Serge Reggiani, rencontré sur La Fleur de l’âge et son partenaire dans Les Amants de Vérone, est son amoureux à la ville. Mais c’est Édouard Zimmermann qu’elle épouse, un mariage qui ne durera que quelques mois. Nico Papatakis, alors directeur du cabaret La Rose rouge à Saint-Germain-des-Prés, et bientôt réalisateur et scénariste, proche de Prévert, mais aussi de Picasso ou de Jean Genet, introduit Anouk Aimée dans le monde des arts. Elle l’épouse et aura de lui sa fille unique, Manuela. Elle tourne en Allemagne, en Angleterre (L’homme qui regardait passer les trains ; The Man Who Watched the Trains Go By, d’Harold French, 1952, où elle est encore mentionnée comme « Anouk »), mais c’est sans doute Alexandre Astruc qui, dans Le Rideau cramoisi (moyen métrage, 1952) et Les Mauvaises Rencontres (1956), dessine une ébauche de son futur personnage au cinéma. Sa beauté fine et brune dégage du mystère et impose autour d’elle le silence. Les deux films d’Astruc, bien que remarqués par la critique, restent dans le cercle d’un cinéma d’essai. Mais Anouk Aimée va être adoubée par le cinéma français « classique » en devenant, par deux fois, la partenaire de Gérard Philipe, sous la direction de deux cinéastes de prestige : Julien Duvivier (Pot-Bouille, 1957) et Jacques Becker (Montparnasse 19 ;titre original Les Amants de Montparnasse, 1958). Ses yeux magnifiques gagnent à se dissimuler sous des paupières volontiers baissées, ce qui accentue la différence énigmatique qui fait le charme de l’actrice.

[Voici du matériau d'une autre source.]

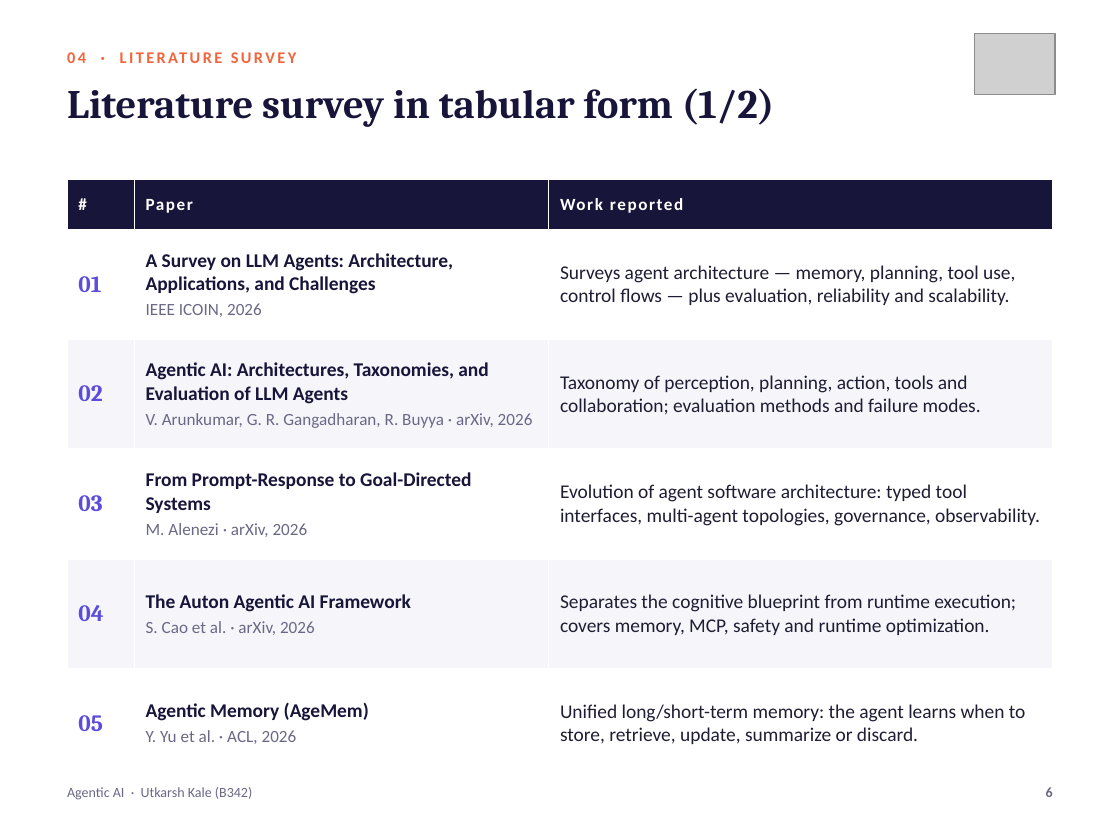
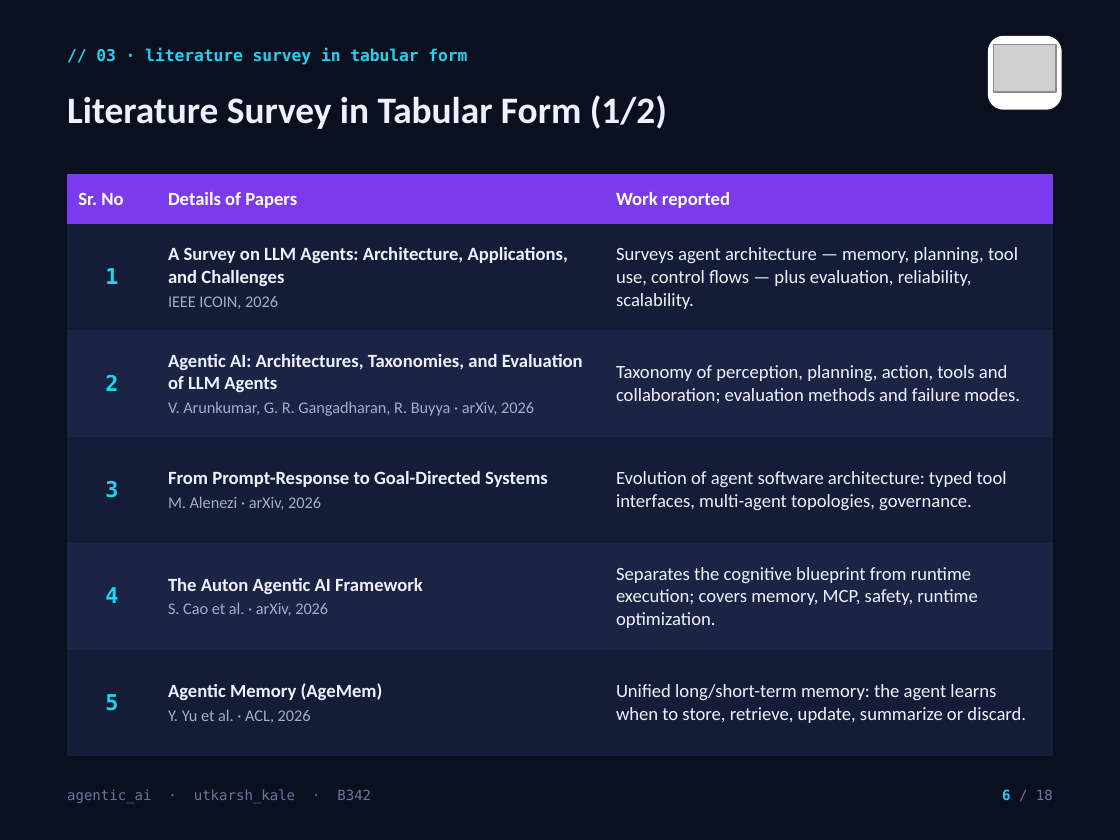
Before and after one commit to UtkarshKale/Cooga, a slide deck: slide 6 of seminar-ppt/Seminar_PPT_Agentic_AI_B342_Utkarsh_Kale.pptx. Drawn at 1120x840 pixels with LibreOffice and Linux fonts; fonts in the diff are those of the drawing; grey boxes stand for pictures; background and template pictures are left out. Boxes give left, top, right and bottom in pixels: in the first picture for what was removed or moved away, otherwise in the second. Text is boxed around its words. In the diff, an @@ line names an element or a change of style, - is before the commit and + after.

```diff
--- a/seminar-ppt/Seminar_PPT_Agentic_AI_B342_Utkarsh_Kale.pptx
+++ b/seminar-ppt/Seminar_PPT_Agentic_AI_B342_Utkarsh_Kale.pptx
@@ background #FFFFFF to picture (left out) @@
@@ text at <box>96,47,467,65</box>: text changed; size 26 to 10.5 pt; font Cambria to DejaVu Sans Mono; text colour #17153A to #22D3EE @@
-Literature survey in tabular form (1/2)
+// 03 · literature survey in tabular form
@@ rounded rectangle added at <box>988,36,1062,110</box>, fill #FFFFFF @@
@@ picture: place and size @@
-picture at <box>974,34,1055,94</box>
+picture at <box>993,45,1056,92</box>
@@ text "Literature Survey in Tabular Form ..." at <box>67,95,667,129</box>: vertical alignment top to middle @@
@@ text at <box>67,95,667,129</box>: text changed; size 10.5 to 24 pt; text colour #F2643D to #EEF2FF @@
-04 · LITERATURE SURVEY
+Literature Survey in Tabular Form (1/2)
@@ table at <box>67,174,1053,756</box> @@
-row 1, column 1: #
+row 1, column 1: Sr. No
-row 1, column 2: Paper
+row 1, column 2: Details of Papers
-row 2, column 1: 01
+row 2, column 1: 1
-row 2, column 3: Surveys agent architecture — memory, planning, tool use, control flows — plus evaluation, reliability and scalability.
+row 2, column 3: Surveys agent architecture — memory, planning, tool use, control flows — plus evaluation, reliability, scalability.
-row 3, column 1: 02
+row 3, column 1: 2
-row 4, column 1: 03
+row 4, column 1: 3
-row 4, column 3: Evolution of agent software architecture: typed tool interfaces, multi-agent topologies, governance, observability.
+row 4, column 3: Evolution of agent software architecture: typed tool interfaces, multi-agent topologies, governance.
-row 5, column 1: 04
+row 5, column 1: 4
-row 5, column 3: Separates the cognitive blueprint from runtime execution; covers memory, MCP, safety and runtime optimization.
+row 5, column 3: Separates the cognitive blueprint from runtime execution; covers memory, MCP, safety, runtime optimization.
-row 6, column 1: 05
+row 6, column 1: 5
@@ fill #17153A to #7C3AED in row 1 @@
@@ fill #FFFFFF to #151C38 in 9 cells @@
@@ fill #F5F5FA to #1B2445 in 6 cells @@
@@ size 11 to 12 pt, letter spacing 1 to 0 pt in "Work reported" @@
@@ size 12.5 to 12 pt in "A Survey on LLM Agents: Architecture, Applications, ...", "Agentic AI: Architectures, Taxonomies, and Evaluation of ...", "Taxonomy of perception, planning, action, tools and ...", "From Prompt-Response to Goal-Directed Systems" and 3 more places @@
@@ text colour #17153A to #EEF2FF in "A Survey on LLM Agents: Architecture, Applications, ...", "Agentic AI: Architectures, Taxonomies, and Evaluation of ...", "From Prompt-Response to Goal-Directed Systems", "The Auton Agentic AI Framework" and 1 more places @@
@@ size 11 to 10.5 pt, text colour #6A6886 to #A3ADC8 in "IEEE ICOIN, 2026", "V. Arunkumar, G. R. Gangadharan, R. Buyya ...", "M. Alenezi · arXiv, 2026", "S. Cao et al. · arXiv, 2026" and 1 more places @@
@@ text colour #1F1D33 to #EEF2FF in "Taxonomy of perception, planning, action, tools and ...", "Unified long/short-term memory: the agent learns when ..." @@
@@ less space between paragraphs @@
@@ borders changed @@
@@ table: place and size @@
-table at <box>67,179,1053,778</box>
+table at <box>67,174,1053,756</box>
@@ text at <box>67,789,371,803</box>: text changed; font Calibri to DejaVu Sans Mono; text colour #6A6886 to #6B7699 @@
-Agentic AI · Utkarsh Kale (B342)
+agentic_ai · utkarsh_kale · B342
@@ page number at <box>1002,789,1053,800</box>: text changed; font Calibri to DejaVu Sans Mono; text colour #6A6886 to #6B7699; bold off @@
-6
+6 / 18
```
Also in this commit, not shown: 16 other slides changed, 1 slide added, 2 slides removed, 5 other files.
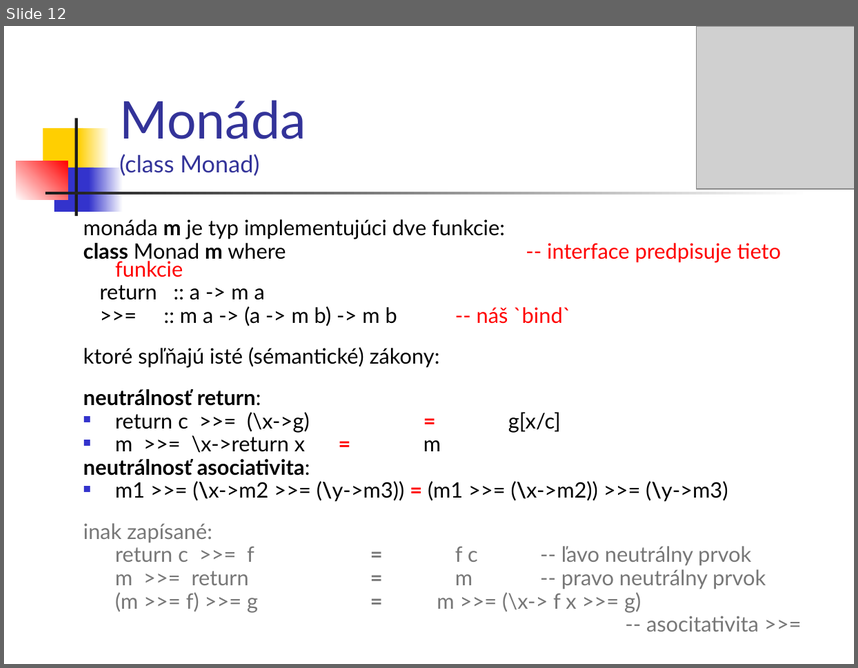
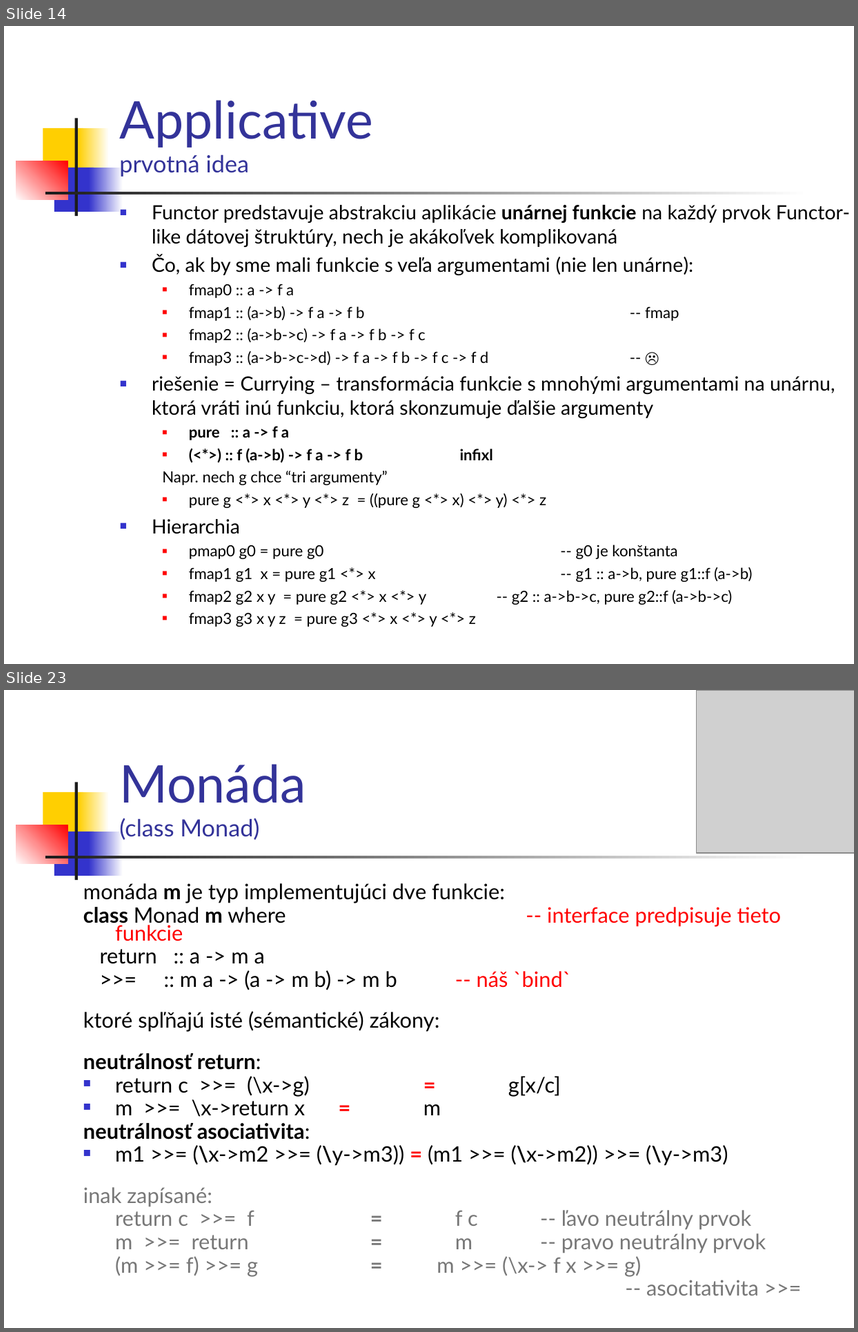
Before and after one commit to Funkcionalne/Prednasky, a slide deck: 11/11_fpro.ppt. Shown one above the other, each under a label of ours: slide 12 before the commit, slides 14 and 23 after it; the slides between them are not shown. The pictures are 858x668 and 858x1332 pixels, drawn with LibreOffice and Linux fonts; fonts in the diff are those of the drawing; grey boxes stand for pictures. Boxes give left, top, right and bottom in pixels: in the first picture for what was removed or moved away, otherwise in the second. Text is boxed around its words. In the diff, an @@ line names an element or a change of style, - is before the commit and + after.

```diff
--- a/11/11_fpro.ppt
+++ b/11/11_fpro.ppt
@@ slide 14 added at (4, 26, 854, 664), background #FFFFFF; not listed: 7 template elements that a slide beside it also shows @@
@@ title added at (119, 100, 373, 176), 44 pt, text #333399 @@
+Applicative
+prvotná idea
@@ text added at (152, 205, 850, 604), 12.9 pt, text #000000 @@
+■ Functor predstavuje abstrakciu aplikácie unárnej funkcie na každý prvok Functor-like dátovej štruktúry, nech je akákoľvek komplikovaná
+■ Čo, ak by sme mali funkcie s veľa argumentami (nie len unárne):
+  ■ fmap0 :: a -> f a
+  ■ fmap1 :: (a->b) -> f a -> f b -- fmap
+  ■ fmap2 :: (a->b->c) -> f a -> f b -> f c
+  ■ fmap3 :: (a->b->c->d) -> f a -> f b -> f c -> f d -- ☹
+■ riešenie = Currying – transformácia funkcie s mnohými argumentami na unárnu, ktorá vráti inú funkciu, ktorá skonzumuje ďalšie argumenty
+  ■ pure :: a -> f a
+  ■ (<*>) :: f (a->b) -> f a -> f b infixl
+  Napr. nech g chce “tri argumenty”
+  ■ pure g <*> x <*> y <*> z = ((pure g <*> x) <*> y) <*> z
+■ Hierarchia
+  ■ pmap0 g0 = pure g0 -- g0 je konštanta
+  ■ fmap1 g1 x = pure g1 <*> x -- g1 :: a->b, pure g1::f (a->b)
+  ■ fmap2 g2 x y = pure g2 <*> x <*> y -- g2 :: a->b->c, pure g2::f (a->b->c)
+  ■ fmap3 g3 x y z = pure g3 <*> x <*> y <*> z
@@ what was slide 12 is now slide 23 @@
```
Also in this commit, not shown: 10 slides changed, 15 other slides added, 6 other files.

Bien que le cinéma français l’adopte (La Tête contre les murs, George Franju, 1959), c’est en Italie qu’Anouk Aimée va trouver la consécration avec des films de qualité peu diffusés en France : (Il successo, signé Mauro Morassi, mais réalisé principalement par Dino Risi, 1963 ; Il terrorista, de Gianfranco De Bosio, 1963 ; La fuga, de Paolo Spinola, 1964). La rencontre avec Federico Fellini ‒ qui la surnomme affectueusement « Anoukina » ‒ sera décisive. D’emblée, le cinéaste génial la voit comme un personnage double : face à Marcello Mastroianni, dans La dolce vita (1960), elle est Maddalena, sirène vêtue de noir, qui susurre plus qu’elle ne parle, et, dans Huit et demi (1963), elle est Luisa, épouse vêtue de blanc, effacée, mélancolique. Au cours de cette même période, Jacques Demy lui offre un de ses rôles emblématiques, qui joint harmonieusement émotion et mystère : Lola (1961), chanteuse trop élégante pour le bastringue où elle s’exhibe, film qui, on l’oublie trop souvent, fut loin d’être un succès.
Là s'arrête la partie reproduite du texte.